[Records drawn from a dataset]
★ ★ ★ ★ ★
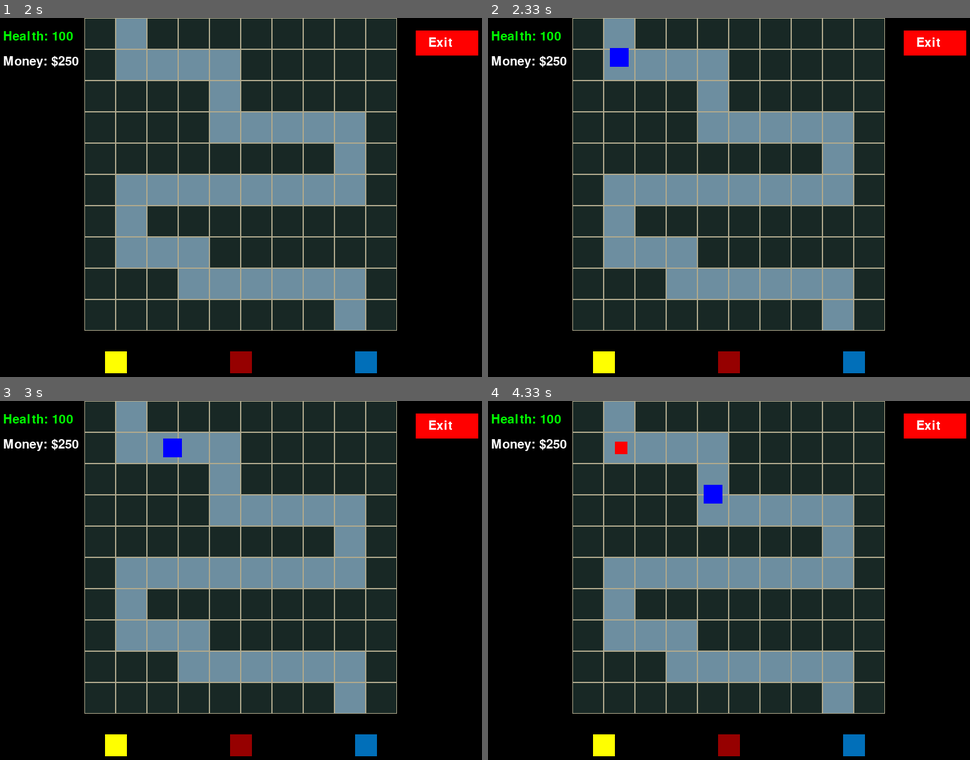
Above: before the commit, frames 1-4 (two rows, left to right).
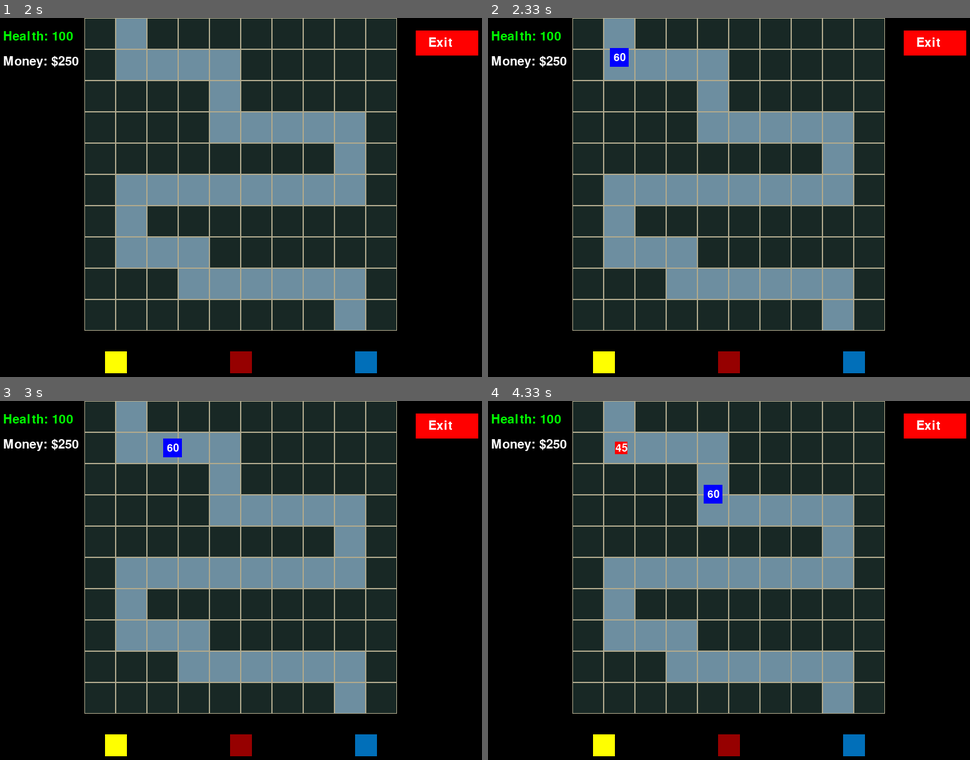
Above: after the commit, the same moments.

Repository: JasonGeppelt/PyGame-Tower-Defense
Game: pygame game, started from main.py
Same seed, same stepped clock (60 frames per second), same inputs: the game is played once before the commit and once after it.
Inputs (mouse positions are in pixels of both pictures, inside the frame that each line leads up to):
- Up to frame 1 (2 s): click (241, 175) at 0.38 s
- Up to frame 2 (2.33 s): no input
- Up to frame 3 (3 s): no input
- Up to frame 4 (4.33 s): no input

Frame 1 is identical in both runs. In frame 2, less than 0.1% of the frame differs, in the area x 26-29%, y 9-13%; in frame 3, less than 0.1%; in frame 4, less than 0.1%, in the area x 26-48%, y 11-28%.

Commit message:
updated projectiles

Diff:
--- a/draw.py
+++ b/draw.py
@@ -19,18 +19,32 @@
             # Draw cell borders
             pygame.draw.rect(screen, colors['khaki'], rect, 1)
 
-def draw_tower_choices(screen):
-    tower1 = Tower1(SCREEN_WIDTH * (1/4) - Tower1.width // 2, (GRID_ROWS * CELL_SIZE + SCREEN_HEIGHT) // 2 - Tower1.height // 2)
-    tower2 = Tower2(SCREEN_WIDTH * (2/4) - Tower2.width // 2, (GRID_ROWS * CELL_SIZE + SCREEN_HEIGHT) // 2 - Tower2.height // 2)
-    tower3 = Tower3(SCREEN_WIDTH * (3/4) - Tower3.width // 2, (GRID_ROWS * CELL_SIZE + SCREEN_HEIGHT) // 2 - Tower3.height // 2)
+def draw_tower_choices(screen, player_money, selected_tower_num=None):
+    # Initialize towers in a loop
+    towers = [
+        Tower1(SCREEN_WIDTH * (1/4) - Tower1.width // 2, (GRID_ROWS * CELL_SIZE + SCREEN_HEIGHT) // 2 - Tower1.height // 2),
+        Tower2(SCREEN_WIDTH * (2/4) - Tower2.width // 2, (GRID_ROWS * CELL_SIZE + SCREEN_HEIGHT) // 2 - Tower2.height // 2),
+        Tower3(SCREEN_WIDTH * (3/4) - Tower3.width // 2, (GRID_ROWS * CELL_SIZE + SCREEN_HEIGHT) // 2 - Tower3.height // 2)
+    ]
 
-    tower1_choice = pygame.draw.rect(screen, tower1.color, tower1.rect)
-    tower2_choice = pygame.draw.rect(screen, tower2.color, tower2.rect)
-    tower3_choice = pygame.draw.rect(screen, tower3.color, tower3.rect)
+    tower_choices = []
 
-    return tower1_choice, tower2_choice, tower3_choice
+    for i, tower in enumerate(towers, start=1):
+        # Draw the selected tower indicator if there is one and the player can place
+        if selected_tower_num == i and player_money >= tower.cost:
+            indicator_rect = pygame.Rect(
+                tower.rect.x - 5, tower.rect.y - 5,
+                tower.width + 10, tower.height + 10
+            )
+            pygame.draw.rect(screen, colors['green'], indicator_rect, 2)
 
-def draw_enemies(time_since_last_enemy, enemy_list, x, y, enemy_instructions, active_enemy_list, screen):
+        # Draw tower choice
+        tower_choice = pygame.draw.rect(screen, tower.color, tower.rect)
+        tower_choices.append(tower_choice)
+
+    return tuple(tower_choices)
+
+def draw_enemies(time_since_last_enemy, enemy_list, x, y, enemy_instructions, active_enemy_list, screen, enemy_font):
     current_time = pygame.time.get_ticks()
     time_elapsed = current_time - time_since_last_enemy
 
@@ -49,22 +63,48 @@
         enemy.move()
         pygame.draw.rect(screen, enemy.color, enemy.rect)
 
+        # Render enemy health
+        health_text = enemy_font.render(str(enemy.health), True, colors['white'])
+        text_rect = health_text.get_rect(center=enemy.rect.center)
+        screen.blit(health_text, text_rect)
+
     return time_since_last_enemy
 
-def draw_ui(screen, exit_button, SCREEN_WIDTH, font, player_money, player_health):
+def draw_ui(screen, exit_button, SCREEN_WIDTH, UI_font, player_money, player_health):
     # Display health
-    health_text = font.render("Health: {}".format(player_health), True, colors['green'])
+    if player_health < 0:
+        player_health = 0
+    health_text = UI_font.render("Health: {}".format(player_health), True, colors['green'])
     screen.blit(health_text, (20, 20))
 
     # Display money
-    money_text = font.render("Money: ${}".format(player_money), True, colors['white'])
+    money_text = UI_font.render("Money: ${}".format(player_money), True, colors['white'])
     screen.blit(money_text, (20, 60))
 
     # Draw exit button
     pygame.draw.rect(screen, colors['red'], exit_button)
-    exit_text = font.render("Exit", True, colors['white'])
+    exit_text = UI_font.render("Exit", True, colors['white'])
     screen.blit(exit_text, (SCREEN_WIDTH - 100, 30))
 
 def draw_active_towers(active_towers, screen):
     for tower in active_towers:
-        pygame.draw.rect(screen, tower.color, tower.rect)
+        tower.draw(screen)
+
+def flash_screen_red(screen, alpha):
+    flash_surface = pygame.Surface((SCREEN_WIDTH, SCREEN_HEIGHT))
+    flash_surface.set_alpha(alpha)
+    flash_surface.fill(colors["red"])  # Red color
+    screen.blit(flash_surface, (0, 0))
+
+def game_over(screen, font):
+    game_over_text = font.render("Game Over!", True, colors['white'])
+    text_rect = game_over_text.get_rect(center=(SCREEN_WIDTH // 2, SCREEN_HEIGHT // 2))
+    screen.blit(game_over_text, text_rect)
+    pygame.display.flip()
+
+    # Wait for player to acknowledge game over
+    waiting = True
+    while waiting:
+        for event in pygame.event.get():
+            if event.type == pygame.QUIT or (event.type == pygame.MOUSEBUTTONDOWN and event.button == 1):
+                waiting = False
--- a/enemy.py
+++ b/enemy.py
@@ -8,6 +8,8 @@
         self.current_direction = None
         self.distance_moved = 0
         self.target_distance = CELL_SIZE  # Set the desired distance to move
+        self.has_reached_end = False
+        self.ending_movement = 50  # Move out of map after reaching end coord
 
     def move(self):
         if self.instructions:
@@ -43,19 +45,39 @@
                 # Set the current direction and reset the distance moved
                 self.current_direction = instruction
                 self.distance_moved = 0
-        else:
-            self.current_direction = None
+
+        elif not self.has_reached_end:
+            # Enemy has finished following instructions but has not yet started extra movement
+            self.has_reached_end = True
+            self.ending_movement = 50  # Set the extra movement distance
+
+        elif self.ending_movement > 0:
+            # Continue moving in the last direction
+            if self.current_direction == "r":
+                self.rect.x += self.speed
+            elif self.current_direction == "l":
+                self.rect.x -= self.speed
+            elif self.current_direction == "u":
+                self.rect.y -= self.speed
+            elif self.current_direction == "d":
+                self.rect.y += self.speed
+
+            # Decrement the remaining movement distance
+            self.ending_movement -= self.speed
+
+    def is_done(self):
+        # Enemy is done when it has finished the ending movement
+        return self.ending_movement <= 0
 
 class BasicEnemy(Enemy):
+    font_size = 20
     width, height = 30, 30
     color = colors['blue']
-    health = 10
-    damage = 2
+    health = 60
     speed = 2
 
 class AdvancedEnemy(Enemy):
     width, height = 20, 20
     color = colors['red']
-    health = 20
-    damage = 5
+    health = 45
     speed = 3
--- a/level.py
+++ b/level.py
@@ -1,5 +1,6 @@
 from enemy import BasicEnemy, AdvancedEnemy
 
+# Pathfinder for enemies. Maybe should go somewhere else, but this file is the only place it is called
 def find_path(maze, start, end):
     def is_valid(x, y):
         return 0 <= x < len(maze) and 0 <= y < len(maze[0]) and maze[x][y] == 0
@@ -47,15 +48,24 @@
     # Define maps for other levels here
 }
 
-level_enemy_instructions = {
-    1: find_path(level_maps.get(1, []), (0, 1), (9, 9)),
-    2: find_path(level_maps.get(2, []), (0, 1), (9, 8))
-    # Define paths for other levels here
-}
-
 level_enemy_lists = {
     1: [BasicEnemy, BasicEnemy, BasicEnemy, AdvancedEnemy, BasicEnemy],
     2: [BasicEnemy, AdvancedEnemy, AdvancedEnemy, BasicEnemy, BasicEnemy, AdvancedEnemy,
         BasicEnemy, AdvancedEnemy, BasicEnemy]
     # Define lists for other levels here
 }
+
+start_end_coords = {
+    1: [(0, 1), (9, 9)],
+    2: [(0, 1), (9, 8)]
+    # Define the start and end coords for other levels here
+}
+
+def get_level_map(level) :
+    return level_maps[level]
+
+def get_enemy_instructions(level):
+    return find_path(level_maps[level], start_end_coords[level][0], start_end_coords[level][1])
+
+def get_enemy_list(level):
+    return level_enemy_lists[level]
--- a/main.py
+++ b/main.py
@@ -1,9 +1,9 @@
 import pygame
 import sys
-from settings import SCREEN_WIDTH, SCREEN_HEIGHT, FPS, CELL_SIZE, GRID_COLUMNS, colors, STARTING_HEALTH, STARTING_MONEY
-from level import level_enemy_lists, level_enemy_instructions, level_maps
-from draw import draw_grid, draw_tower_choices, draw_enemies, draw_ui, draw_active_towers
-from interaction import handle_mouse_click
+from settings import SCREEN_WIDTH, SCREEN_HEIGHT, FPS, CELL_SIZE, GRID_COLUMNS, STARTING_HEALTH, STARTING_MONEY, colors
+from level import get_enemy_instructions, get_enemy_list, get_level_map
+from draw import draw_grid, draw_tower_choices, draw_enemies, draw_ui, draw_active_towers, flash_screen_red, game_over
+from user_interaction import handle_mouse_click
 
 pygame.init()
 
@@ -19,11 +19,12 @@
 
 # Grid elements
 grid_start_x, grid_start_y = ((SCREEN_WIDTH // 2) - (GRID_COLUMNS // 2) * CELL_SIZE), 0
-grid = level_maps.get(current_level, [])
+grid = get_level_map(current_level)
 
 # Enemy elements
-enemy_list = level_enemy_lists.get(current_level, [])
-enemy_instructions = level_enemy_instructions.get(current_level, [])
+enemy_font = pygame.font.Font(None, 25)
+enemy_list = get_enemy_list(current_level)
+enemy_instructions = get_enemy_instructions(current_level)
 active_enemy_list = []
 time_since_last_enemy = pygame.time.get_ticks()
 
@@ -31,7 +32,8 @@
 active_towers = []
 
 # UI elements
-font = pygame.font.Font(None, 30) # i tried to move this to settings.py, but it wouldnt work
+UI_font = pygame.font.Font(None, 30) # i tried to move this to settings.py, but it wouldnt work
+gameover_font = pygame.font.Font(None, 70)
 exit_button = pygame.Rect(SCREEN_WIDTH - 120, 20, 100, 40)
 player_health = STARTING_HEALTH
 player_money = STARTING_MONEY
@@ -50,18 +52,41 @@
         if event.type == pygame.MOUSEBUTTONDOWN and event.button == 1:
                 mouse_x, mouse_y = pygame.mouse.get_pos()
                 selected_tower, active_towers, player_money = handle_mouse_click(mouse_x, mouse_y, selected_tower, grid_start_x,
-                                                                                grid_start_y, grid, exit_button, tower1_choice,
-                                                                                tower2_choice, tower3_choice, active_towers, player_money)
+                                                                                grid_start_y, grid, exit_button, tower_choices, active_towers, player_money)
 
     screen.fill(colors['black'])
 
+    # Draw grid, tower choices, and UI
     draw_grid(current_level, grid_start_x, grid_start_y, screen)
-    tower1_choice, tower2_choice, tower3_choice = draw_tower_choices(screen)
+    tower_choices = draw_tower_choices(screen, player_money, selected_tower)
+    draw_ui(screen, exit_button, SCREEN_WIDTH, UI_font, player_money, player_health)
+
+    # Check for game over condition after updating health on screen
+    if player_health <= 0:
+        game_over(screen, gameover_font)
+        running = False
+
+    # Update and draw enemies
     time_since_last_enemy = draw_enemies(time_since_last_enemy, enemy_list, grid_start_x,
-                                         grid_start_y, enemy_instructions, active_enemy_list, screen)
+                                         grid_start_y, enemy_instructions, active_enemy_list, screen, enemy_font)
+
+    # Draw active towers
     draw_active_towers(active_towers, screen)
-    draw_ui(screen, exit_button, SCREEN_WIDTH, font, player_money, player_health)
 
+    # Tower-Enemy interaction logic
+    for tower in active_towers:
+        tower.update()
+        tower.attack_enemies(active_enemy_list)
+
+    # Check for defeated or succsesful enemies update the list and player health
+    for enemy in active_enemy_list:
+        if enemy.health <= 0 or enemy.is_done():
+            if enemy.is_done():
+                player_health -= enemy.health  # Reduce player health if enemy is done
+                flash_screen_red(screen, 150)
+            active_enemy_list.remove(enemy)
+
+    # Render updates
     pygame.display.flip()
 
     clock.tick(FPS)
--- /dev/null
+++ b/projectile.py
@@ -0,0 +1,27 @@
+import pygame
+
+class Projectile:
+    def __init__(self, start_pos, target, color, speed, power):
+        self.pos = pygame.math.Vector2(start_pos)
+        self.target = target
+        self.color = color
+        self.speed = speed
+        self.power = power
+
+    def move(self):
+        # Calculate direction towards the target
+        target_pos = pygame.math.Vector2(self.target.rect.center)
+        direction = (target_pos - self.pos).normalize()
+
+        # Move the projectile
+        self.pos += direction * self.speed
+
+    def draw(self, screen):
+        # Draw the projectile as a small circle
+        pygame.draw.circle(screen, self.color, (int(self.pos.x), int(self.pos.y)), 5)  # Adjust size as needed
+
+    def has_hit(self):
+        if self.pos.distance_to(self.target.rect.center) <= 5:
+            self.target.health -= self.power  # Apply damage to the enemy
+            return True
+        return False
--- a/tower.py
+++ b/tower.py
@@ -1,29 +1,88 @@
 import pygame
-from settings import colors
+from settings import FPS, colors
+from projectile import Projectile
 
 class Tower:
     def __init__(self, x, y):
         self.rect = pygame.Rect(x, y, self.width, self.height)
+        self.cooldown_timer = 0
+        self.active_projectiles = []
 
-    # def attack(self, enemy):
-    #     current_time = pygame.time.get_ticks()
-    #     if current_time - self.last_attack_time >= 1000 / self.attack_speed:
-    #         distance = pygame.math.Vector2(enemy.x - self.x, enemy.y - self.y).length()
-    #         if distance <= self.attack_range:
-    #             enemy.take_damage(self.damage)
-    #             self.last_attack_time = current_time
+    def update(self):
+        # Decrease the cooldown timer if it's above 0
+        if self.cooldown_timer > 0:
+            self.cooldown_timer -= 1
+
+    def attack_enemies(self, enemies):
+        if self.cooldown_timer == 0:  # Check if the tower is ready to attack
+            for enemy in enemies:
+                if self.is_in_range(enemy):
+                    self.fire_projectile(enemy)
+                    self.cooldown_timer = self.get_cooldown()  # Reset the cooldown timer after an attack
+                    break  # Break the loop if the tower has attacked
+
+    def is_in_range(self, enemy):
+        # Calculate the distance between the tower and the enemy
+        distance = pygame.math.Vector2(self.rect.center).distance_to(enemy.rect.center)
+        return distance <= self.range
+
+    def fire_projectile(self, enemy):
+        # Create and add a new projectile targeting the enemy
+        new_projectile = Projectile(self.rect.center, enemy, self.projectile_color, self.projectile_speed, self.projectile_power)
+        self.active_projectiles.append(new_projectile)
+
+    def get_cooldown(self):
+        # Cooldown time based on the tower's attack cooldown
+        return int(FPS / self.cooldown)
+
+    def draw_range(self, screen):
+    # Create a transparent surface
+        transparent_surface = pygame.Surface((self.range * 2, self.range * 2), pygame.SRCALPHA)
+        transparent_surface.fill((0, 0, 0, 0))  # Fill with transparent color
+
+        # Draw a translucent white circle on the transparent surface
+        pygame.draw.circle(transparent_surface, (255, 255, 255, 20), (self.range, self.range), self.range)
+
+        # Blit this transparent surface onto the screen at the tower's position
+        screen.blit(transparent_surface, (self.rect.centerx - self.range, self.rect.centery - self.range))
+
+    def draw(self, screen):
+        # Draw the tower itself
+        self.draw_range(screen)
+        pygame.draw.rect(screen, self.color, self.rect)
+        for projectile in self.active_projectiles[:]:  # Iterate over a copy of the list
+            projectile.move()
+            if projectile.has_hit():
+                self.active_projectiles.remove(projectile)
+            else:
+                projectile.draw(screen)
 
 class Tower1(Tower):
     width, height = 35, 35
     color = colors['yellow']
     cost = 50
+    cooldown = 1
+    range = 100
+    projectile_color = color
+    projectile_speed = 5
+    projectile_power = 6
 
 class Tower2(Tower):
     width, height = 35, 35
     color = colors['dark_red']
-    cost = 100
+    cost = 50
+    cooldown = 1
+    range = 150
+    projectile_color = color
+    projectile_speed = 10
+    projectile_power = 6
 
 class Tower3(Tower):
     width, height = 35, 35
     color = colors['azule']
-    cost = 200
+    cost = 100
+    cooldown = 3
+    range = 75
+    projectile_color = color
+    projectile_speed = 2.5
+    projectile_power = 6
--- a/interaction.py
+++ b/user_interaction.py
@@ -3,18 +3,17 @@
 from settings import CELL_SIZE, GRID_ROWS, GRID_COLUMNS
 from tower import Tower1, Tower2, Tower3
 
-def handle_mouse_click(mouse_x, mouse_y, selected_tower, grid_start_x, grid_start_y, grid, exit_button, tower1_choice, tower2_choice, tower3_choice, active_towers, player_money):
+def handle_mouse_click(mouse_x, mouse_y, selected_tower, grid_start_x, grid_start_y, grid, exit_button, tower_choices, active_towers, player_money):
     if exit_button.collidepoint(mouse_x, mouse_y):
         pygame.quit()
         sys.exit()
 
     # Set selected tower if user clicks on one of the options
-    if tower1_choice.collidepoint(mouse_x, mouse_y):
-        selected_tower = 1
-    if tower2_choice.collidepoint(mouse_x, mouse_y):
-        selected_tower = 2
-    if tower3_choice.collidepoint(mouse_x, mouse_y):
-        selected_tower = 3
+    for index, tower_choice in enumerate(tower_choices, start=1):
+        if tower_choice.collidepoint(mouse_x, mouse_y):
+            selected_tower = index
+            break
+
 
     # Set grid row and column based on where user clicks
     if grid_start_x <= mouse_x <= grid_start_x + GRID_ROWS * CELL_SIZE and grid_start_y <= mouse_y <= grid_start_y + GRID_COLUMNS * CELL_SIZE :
★ ★ ★ ★ ★
The records are given above. Copy each line in them that holds "class".

 class BasicEnemy(Enemy):
 class AdvancedEnemy(Enemy):
+class Projectile:
 class Tower:
 class Tower1(Tower):
 class Tower2(Tower):
 class Tower3(Tower):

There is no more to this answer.